September 25, 2018 | ° F

Writing helps overcome fear in the new year


Opinion Column: Reason in Revolt


Through careful observation of my Facebook newsfeed and countless conversations with my friends, a lot of us agreed that 2015 sucked and we’re just hoping that 2016 redeems itself from the past struggle boat that was 2015. I describe that year as traumatic, but I’ll own up to much of its craziness.

Last year, I committed myself to the same affirmation feminist writer bell hooks used in her life: “I’m breaking old patterns and moving forward with my life.” This affirmation pushed me into a year of chasing my fears in all the dark corners of my life like a madman.

I don’t recommend anyone to embark on this kind of journey. If you live on a timeline. If you’re looking for success. If you don’t want to look like a fool. If you’re not prepared to have all your walls broken down. Don’t do it. But committing to this journey of self-discovery with all its beauty and pain, I do not regret any of it.

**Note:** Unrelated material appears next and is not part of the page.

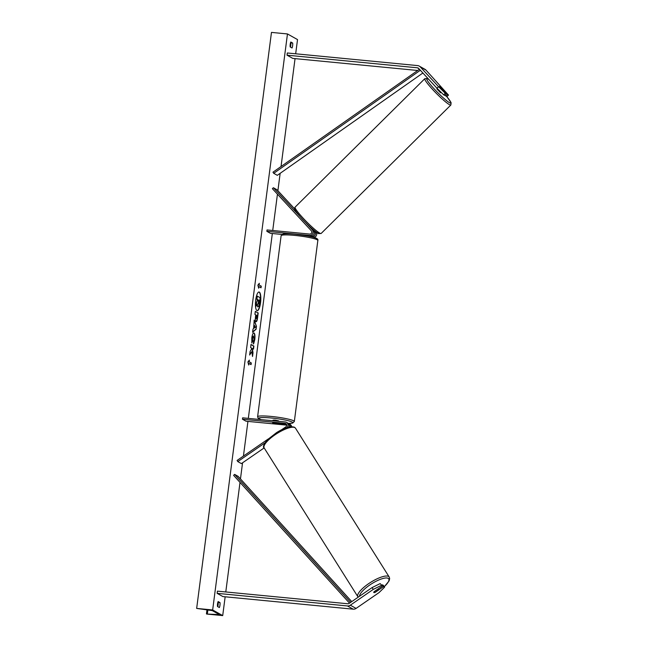 <?xml version="1.0" encoding="UTF-8"?>
<svg xmlns="http://www.w3.org/2000/svg" width="648" height="648" viewBox="0 0 648 648"><rect width="100%" height="100%" fill="white"/><g stroke="black" fill="none" stroke-linecap="round" stroke-linejoin="round"><path stroke-width="0.97" d="M447.444 94.495L448.497 95.086L446.909 96.633L445.856 96.042L447.444 94.495L439.611 86.33L446.294 93.855L445.241 93.263L443.653 94.811L444.706 95.402L446.294 93.855M443.653 94.811L436.963 88.225L438.558 86.678L420.252 66.89A4.455 4.253 -60.7 0 0 417.644 65.594L287.307 52.982L287.024 55.177L292.766 58.401L417.677 70.486M436.963 88.225L418.665 68.437A2.228 2.13 -60.7 0 0 417.353 67.789L287.024 55.177M448.497 95.086L425.995 70.114A4.455 4.253 -60.7 0 0 424.999 69.32L419.248 66.096M445.856 96.042L444.998 95.118M438.558 86.678L445.241 93.263M375.297 592.183L375.346 592.264A2.786 0.729 -32.4 0 1 373.864 592.564A2.786 0.729 -32.4 0 1 373.791 592.499A2.786 0.729 -32.4 0 1 374.204 591.616L382.377 585.986L380.174 583.581L382.377 585.986M380.174 583.581L372.114 587.574L349.183 603.377A2.228 2.13 119.3 0 1 347.749 603.758L217.412 591.146L217.129 593.341L222.871 596.565L353.209 609.177A4.455 4.253 119.3 0 0 356.084 608.415L379.007 592.612L384.58 587.218L383.527 586.626L375.346 592.264M372.114 587.574L373.264 589.388L350.333 605.192A4.455 4.253 119.3 0 1 347.458 605.953L217.129 593.341M384.58 587.218L383.43 585.403L382.377 584.812L381.858 585.168M382.377 584.812L383.527 586.626M373.264 589.388L381.324 585.395M281.467 429.867L285.865 426.838A1.952 1.863 119.3 0 0 285.104 423.33L242.441 419.207L242.619 417.83L285.282 421.961A3.337 3.191 119.3 0 1 287.096 427.534M286.489 422.334L287.704 423.023A3.337 3.191 119.3 0 1 289.089 426.992M285.104 423.33L286.327 424.019A1.952 1.863 119.3 0 1 286.343 424.019L273.262 422.755L272.67 422.869L274.031 423.33L277.838 423.695L276.842 423.095M268.345 438.907L237.079 460.453L237.8 461.587L241.396 463.604L264.149 447.914M264.951 442.884L237.8 461.587M290.442 426.749A3.337 3.191 -60.7 0 0 288.854 423.671L290.077 424.351A3.337 3.191 119.3 0 1 291.632 426.643M242.441 419.207L246.029 421.216L286.732 425.153M286.643 424.578L274.404 423.395L273.027 422.763L276.834 423.128M288.854 423.671A3.337 3.191 -60.7 0 0 288.247 423.403M281.969 234.446L270.435 233.329L266.846 231.312L309.509 235.443L310.724 236.123A3.337 3.191 -60.7 0 0 313.535 230.51L310.667 227.416M309.509 235.443A3.337 3.191 -60.7 0 0 312.32 229.829L304.908 221.819M266.846 231.312L267.025 229.943L309.679 234.074A1.952 1.863 -60.7 0 0 311.324 230.793L272.379 188.69L273.375 187.726L276.963 189.734L294.662 208.867M299.992 216.505L273.375 187.726M313.899 237.427A3.337 3.191 -60.7 0 0 315.908 231.838L313.64 230.024M310.724 236.123L305.888 235.661M311.081 236.69L312.239 236.974M314.685 231.158A3.337 3.191 119.3 0 1 311.874 236.771M278.486 421.305L278.551 420.844L275.068 420.082L273.027 420.131L272.946 420.771M441.223 92.413L440.632 92.834L436.857 88.898L437.254 88.509M440.616 87.188L442.77 90.04M260.553 302.705A9.388 2.56 95.5 0 0 259.038 291.997A9.388 2.56 95.5 0 0 255.709 299.992A9.388 2.56 95.5 0 0 257.224 310.692A9.388 2.56 95.5 0 0 260.553 302.705M257.094 310.667A9.388 2.56 95.5 0 0 260.285 302.681A9.388 2.56 95.5 0 0 258.9 291.997M217.501 606.496A3.483 0.948 -84.5 0 1 217.542 603.871A3.483 0.948 -84.5 0 1 218.141 601.563L220.004 602.608A3.483 0.948 -84.5 0 1 219.364 607.549L217.501 606.496M290.215 44.315A3.483 0.948 95.5 0 0 290.174 46.94L292.037 47.984A3.483 0.948 95.5 0 0 292.677 43.052L290.814 42.007A3.483 0.948 95.5 0 0 290.215 44.315M251.837 343.019L251.821 337.802C252.331 334.384 253.076 332.772 254.04 332.975L254.048 332.975C254.931 333.761 255.174 335.964 254.794 339.601L253.587 343.918L253.425 341.375L254.073 339.163L253.255 336.053L252.266 338.272L252.558 340.97L251.837 343.019M253.838 332.91L253.781 332.951C254.664 333.736 254.915 335.939 254.526 339.576L253.319 343.894M253.643 336.11L252.534 338.296L252.558 340.97M255.976 321.667L255.968 321.667C255.312 321.076 255.174 319.302 255.547 316.37L255.741 314.863L254.923 314.401L255.312 311.364L258.188 312.968L257.58 317.674C257.183 320.574 256.649 321.902 255.976 321.667L256.122 321.716M251.837 351.645L252.534 356.489L253.004 352.885L252.331 348.454L253.498 349.11L253.886 346.073L251.019 344.461L250.622 347.498L251.367 347.919L251.546 349.207L250.12 351.37L249.642 355.023L251.837 351.645L249.715 354.48M212.657 609.962L222.709 615.6L206.712 614.053L219.34 614.571L212.301 610.627L196.66 608.415L212.657 609.962L287.469 33.947L297.521 39.585L295.674 53.792M222.709 615.6L225.156 596.784M225.779 591.956L240.011 482.404M240.465 478.896L242.555 462.802M243.429 456.079L247.933 421.403M248.322 418.381L272.338 233.507M272.727 230.494L277.449 194.165M277.895 190.739L280.155 173.324M281.038 166.528L295.051 58.62M259.103 284.95L259.322 283.298L257.88 285.144L258.682 288.239L258.892 286.594L261.047 287.801L261.257 286.157L258.844 284.918L261.257 286.157M248.702 365.043L247.909 361.94L249.342 360.102L249.132 361.746L251.286 362.953L251.076 364.605L248.921 363.39L248.702 365.043M253.635 328.52L254.186 320.072L256.454 326.325L256.082 329.241L252.599 332.27L253.02 329.03L253.635 328.52M290.442 47.093A3.483 0.948 95.5 0 0 290.814 42.873L290.547 42.719M217.874 602.275L218.141 602.429A3.483 0.948 -84.5 0 1 217.769 606.65M196.66 608.415L271.471 32.4L287.469 33.947M290.814 42.873L292.677 43.052M218.141 602.429L220.004 602.608M257.677 306.909L257.353 304.179L256.009 306.237L256.462 302.721L257.799 299.66L256.924 299.174L257.321 296.12L260.196 297.74L258.746 306.342L257.677 306.909L257.086 304.155M256.462 302.721L257.531 299.635L256.657 299.141L257.321 296.12M256.195 302.697L256.009 306.237M260.998 286.124L260.796 287.655M258.503 287.542L258.892 286.594M258.844 284.918L258.998 283.711M249.018 360.515L249.132 361.746M248.864 361.722L251.286 362.953M250.825 364.459L251.019 362.929M248.524 364.346L248.921 363.39M253.246 348.972L253.619 346.04L251.003 344.574M252.396 355.501L252.331 348.454M256.365 315.212L256.065 318.581L257.126 315.641L256.365 315.212L256.187 318.589M255.304 311.477L258.188 312.968M257.92 312.944L257.313 317.65C256.916 320.541 256.381 321.878 255.709 321.643M252.291 340.945L251.748 342.492M254.68 325.547L254.364 327.993L255.336 327.232L254.413 325.523L254.364 327.993M254.113 320.59L256.454 326.325M256.187 326.3L256.082 329.241M255.814 329.208L252.639 331.979M258.301 303.847L259.111 300.397L258.422 300.008L258.35 303.863M258.034 303.823L258.844 300.372L258.406 300.129M375.006 592.385L378.254 590.15A2.786 0.81 147.8 0 0 378.456 589.453A2.786 0.81 147.8 0 0 378.367 589.372A2.786 0.81 147.8 0 0 377.379 589.429M419.426 69.263L272.978 172.19L273.715 173.316L277.304 175.333L422.885 73.005M420.341 70.259L273.715 173.316M349.507 603.15L233.604 475.349L234.608 474.385L238.197 476.401L351.751 601.611M350.665 602.356L234.608 474.385M417.353 67.789L418.827 68.615M420.252 66.89L425.995 70.114M347.458 605.953L353.209 609.177M350.333 605.192L356.084 608.415M312.32 229.829L313.535 230.51M295.237 234.236A17.123 1.96 7.4 0 1 316.111 239.306M281.119 235.694L282.795 234.098C285.047 233.596 289.178 233.636 295.196 234.22C308.294 235.888 319.189 237.484 317.844 240.465A18.517 2.122 -172.6 0 0 294.702 235.402A18.517 2.122 -172.6 0 0 281.119 235.694L257.604 416.729A18.517 2.122 7.4 0 1 271.188 416.437A18.517 2.122 7.4 0 1 294.33 421.5L292.653 423.095L288.368 423.452M288.311 423.428A17.123 1.96 -172.6 0 0 290.304 421.322A17.123 1.96 -172.6 0 0 271.374 418.009A17.123 1.96 -172.6 0 0 261.201 419.629M428.944 79.558A17.123 1.968 45.3 0 0 427.664 78.821A17.123 1.968 45.3 0 0 434.047 88.744A17.123 1.968 45.3 0 0 449.971 102.935A17.123 1.968 45.3 0 0 446.707 96.52M449.898 104.887A18.517 2.13 -134.7 0 1 434.468 91.441A18.517 2.13 -134.7 0 1 424.805 78.692L295.099 207.141A18.517 2.13 45.3 0 0 304.754 219.891A18.517 2.13 45.3 0 0 320.185 233.337A18.517 2.13 45.3 0 0 321.157 233.45L450.862 105.008A18.517 2.13 -134.7 0 1 449.898 104.887M318.298 233.329A17.123 1.968 -134.7 0 1 302.689 219.47A17.123 1.968 -134.7 0 1 295.739 209.11M217.582 614.733L217.72 613.672M207.368 613.842L207.878 609.857M359.519 596.257A17.123 4.973 -32.2 0 1 371.847 583.645A17.123 4.973 -32.2 0 1 388.225 578.38A17.123 4.973 -32.2 0 1 384.24 586.683M384.28 586.748L389.092 580.9L389.659 578.567L389.205 577.012A18.517 5.378 147.8 0 0 388.646 576.469A18.517 5.378 147.8 0 0 369.571 583.038A18.517 5.378 147.8 0 0 357.874 596.743L264.173 447.946A18.517 5.378 -32.2 0 1 275.87 434.241A18.517 5.378 -32.2 0 1 294.945 427.672A18.517 5.378 -32.2 0 1 295.504 428.215L294.54 427.267C290.507 425.849 284.496 427.64 276.518 432.645L267.721 439.522C263.687 444.39 262.505 447.201 264.173 447.946M317.844 240.465L294.33 421.5M261.055 419.612L258.131 418.187L257.604 416.729M428.838 79.437L427.251 78.521L424.805 78.692M321.157 233.45L318.711 233.628C317.966 233.977 307.444 225.115 300.713 217.323C293.868 208.923 294.014 209.077 295.099 207.141M446.739 96.536L451.105 102.668L450.862 105.008M206.445 613.875L206.979 609.76M389.205 577.012L295.504 428.215M378.456 589.453L378.116 588.919M358.198 597.164L357.874 596.743"/></g></svg>

So, what is the first thing that comes into your mind that's keeping you away from growth?

For me, it was my unrequited love affair with writing. And so this journey of chasing my fears away started with my love and fear of writing, a contradictory thought. In the beginning of 2015, this existential crisis had a deep and negative impact in my relationship with both creative and academic writing. I was overwhelmed with bouts of anxiety and depression. The little confidence I had in writing dwindled down to a complete writing paralysis. I declared that this fear of writing had to go, and I was determined to chase the hell out of it.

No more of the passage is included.